How an NVIDIA Thermal Engineer Turns Up the Heat on Product Innovation

by Haley Hirai

Everyone is a thermal engineer, according to Malcolm Gutenburg. Cooking food on a stove or blowing on a hot cup of coffee involves heat transfer. Every breath uses fluid mechanics.

Gutenburg’s passion for the principles of thermodynamics shines through in his work as a thermal engineer at NVIDIA. In his role, he quantifies how different designs impact thermal performance across NVIDIA’s products and provides recommendations about potential design changes.

No matter how big or small, every adjustment has a trade-off since the thermal, electrical, mechanical, layout and industrial aspects of a design are all interconnected.

Gutenburg and his team aim to maximize the amount of heat that can be dissipated by an NVIDIA product, like a GPU, to the ambient environment — taking into account factors including reliability, acoustics, form factor and more. Their work helps minimize the amount of energy used on cooling, increasing how much computing power a GPU delivers per watt of energy used.

“There’s no better place for thermal engineering than NVIDIA,” he said. “Our products constantly require innovation to keep increasing their capabilities and efficiency.”
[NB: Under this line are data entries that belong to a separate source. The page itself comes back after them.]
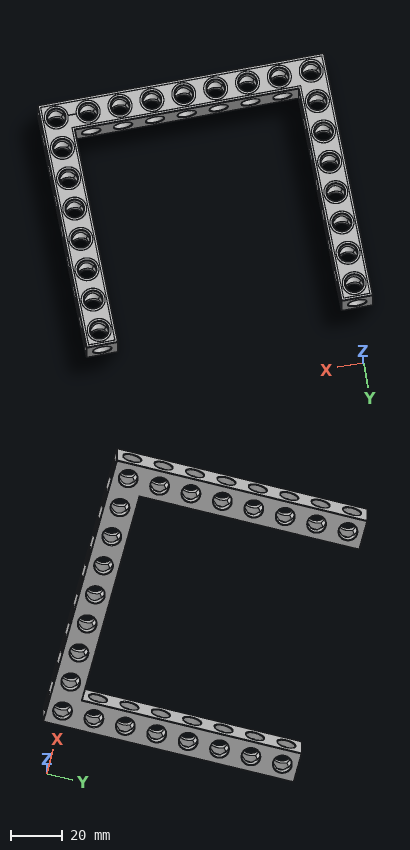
import cadquery as cq

LENGTH = 112.5
CELLS_X = 9
CELLS_Y = 8
HOLE_DIAMETER = 7.0
EDGE_CHAMFER = 0.3

RIM_WIDTH = 1.1
RECESS_DEPTH = 0.2
COLLAR_DIAMETER = 9.2
RIB_WIDTH = 0.1

PITCH = LENGTH / CELLS_X
WIDTH = CELLS_Y * PITCH
HEIGHT = PITCH
MID_HEIGHT = HEIGHT / 2
RECESS_FLOOR = HEIGHT - RECESS_DEPTH
ARM_COLUMNS = (0, CELLS_X - 1)


def cell_center(index):
    """Distance from the part's corner to the middle of a grid cell."""
    return (index + 0.5) * PITCH


def u_block(inset, bottom, top):
    """U-shaped block, open towards +Y, with every wall moved inwards by inset."""
    left, right = inset, LENGTH - inset
    front, back = inset, WIDTH - inset
    beam = PITCH - inset
    outline = [
        (left, front),
        (right, front),
        (right, back),
        (LENGTH - beam, back),
        (LENGTH - beam, beam),
        (beam, beam),
        (beam, back),
        (left, back),
    ]
    return cq.Workplane("XY", origin=(0, 0, bottom)).polyline(outline).close().extrude(top - bottom)


def chamfered_body():
    """Solid U with all edges broken except the two upright edges in the inner corners."""
    margin = PITCH / 10
    inner_corners = cq.selectors.BoxSelector(
        (PITCH - margin, PITCH - margin, MID_HEIGHT - margin),
        (LENGTH - PITCH + margin, PITCH + margin, MID_HEIGHT + margin),
    )
    all_edges = cq.selectors.StringSyntaxSelector("|X or |Y or |Z")
    broken_edges = cq.selectors.SubtractSelector(all_edges, inner_corners)
    return u_block(0, 0, HEIGHT).edges(broken_edges).chamfer(EDGE_CHAMFER)


def top_recess(hole_centers):
    """Recess inside the rim, leaving a collar around each hole and one thin rib."""
    floor = cq.Workplane("XY", origin=(0, 0, RECESS_FLOOR))
    collars = floor.pushPoints(hole_centers).circle(COLLAR_DIAMETER / 2).extrude(RECESS_DEPTH)
    rib_x = (cell_center(CELLS_X - 2) + cell_center(CELLS_X - 1)) / 2
    rib = floor.center(rib_x, cell_center(0)).rect(PITCH - HOLE_DIAMETER, RIB_WIDTH).extrude(RECESS_DEPTH)
    return u_block(RIM_WIDTH, RECESS_FLOOR, HEIGHT).cut(collars).cut(rib)


def hole_cutter(start, direction, depth):
    """Through-hole cutter that widens into a chamfer at both ends."""
    radius = HOLE_DIAMETER / 2
    mouth = radius + EDGE_CHAMFER
    half_profile = [
        (0, 0),
        (mouth, 0),
        (radius, EDGE_CHAMFER),
        (radius, depth - EDGE_CHAMFER),
        (mouth, depth),
        (0, depth),
    ]
    cutter = cq.Workplane("XZ").polyline(half_profile).close().revolve(360, (0, 0), (0, 1))
    return cutter.val().moved(cq.Location(cq.Plane(origin=start, normal=direction)))


base_cells = [(column, 0) for column in range(CELLS_X)]
arm_cells = [(column, row) for column in ARM_COLUMNS for row in range(1, CELLS_Y)]
top_centers = [(cell_center(column), cell_center(row)) for column, row in base_cells + arm_cells]

cutters = [hole_cutter((x, y, 0), (0, 0, 1), HEIGHT) for x, y in top_centers]

for column in range(CELLS_X):
    y_depth = WIDTH if column in ARM_COLUMNS else PITCH
    cutters.append(hole_cutter((cell_center(column), 0, MID_HEIGHT), (0, 1, 0), y_depth))

cutters.append(hole_cutter((0, cell_center(0), MID_HEIGHT), (1, 0, 0), LENGTH))
for column, row in arm_cells:
    cutters.append(hole_cutter((column * PITCH, cell_center(row), MID_HEIGHT), (1, 0, 0), PITCH))

body = chamfered_body().cut(top_recess(top_centers))
for cutter in cutters:
    body = body.cut(cutter)

result = body.solids()

NVIDIA has advanced performance per watt to the point where NVIDIA Blackwell offers the computational power of the Titan supercomputer launched 10 years ago — a $100 million system the size of a tennis court — while being efficient enough to be powered by a wall socket just like a typical home appliance.
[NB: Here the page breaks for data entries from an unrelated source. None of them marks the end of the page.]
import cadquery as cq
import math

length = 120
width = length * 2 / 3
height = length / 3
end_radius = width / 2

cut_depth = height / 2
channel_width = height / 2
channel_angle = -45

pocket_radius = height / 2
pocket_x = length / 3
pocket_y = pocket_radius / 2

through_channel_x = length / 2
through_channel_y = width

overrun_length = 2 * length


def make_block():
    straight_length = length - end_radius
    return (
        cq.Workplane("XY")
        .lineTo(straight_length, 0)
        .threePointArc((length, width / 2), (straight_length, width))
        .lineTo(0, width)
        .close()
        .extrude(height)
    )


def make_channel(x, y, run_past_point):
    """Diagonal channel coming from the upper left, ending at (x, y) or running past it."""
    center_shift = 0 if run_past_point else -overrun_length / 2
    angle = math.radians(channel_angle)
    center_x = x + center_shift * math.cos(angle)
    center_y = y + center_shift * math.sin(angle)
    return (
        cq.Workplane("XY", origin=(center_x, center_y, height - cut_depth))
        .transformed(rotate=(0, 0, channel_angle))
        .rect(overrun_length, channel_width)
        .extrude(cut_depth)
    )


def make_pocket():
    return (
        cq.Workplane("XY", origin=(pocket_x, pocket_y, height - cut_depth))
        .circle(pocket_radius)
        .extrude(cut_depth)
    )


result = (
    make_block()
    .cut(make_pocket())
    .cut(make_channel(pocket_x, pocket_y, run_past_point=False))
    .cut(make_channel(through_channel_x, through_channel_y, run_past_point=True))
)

At the University of Toronto, where he earned his bachelor’s degree in chemical engineering, Gutenburg was drawn to classes about thermodynamics, heat and mass transfer, and fluid mechanics. After graduating, he decided he wanted to work on something physical and innovative and joined NVIDIA in 2021, based out of the Santa Clara office.

Gutenburg was especially drawn to NVIDIA’s open culture. He appreciated how, instead of dwelling on reasons why an idea can’t be pursued, employees are encouraged to discover ways to make it a reality.

“Executing on ideas that improve thermal performance cannot be done alone and is made possible by the work done by all the other engineering disciplines,” he said. “It can take years of work to fully realize these ideas, but the results can be incredible.”

Gutenburg loves to work with physical products that he can take apart, test — and sometimes slice in half. He finds it rewarding to be part of a team that works together to create cutting-edge products that help solve difficult problems and deliver enjoyable user experiences.

His proudest achievement is working with multiple teams on the launch of the NVIDIA RTX 5090 GPU, the company’s newest flagship gaming processor. The “one team” mindset that everyone shared sped the rate of innovation and helped spread key lessons and takeaways across numerous areas of the business.

“Our positive attitude toward innovation sets us apart,” Gutenburg said. “A lot of the ideas we use today began as crazy ideas that didn’t get shot down — you just never know the worth of an idea until you try it.”

The pursuit of new frontiers that can drive the constant evolution of NVIDIA’s technology is what motivates him every day.

“My life’s work is to create world-changing products that I thought were impossible,” he said. “The word ‘impossible’ is invigorating to me and everyone at NVIDIA.”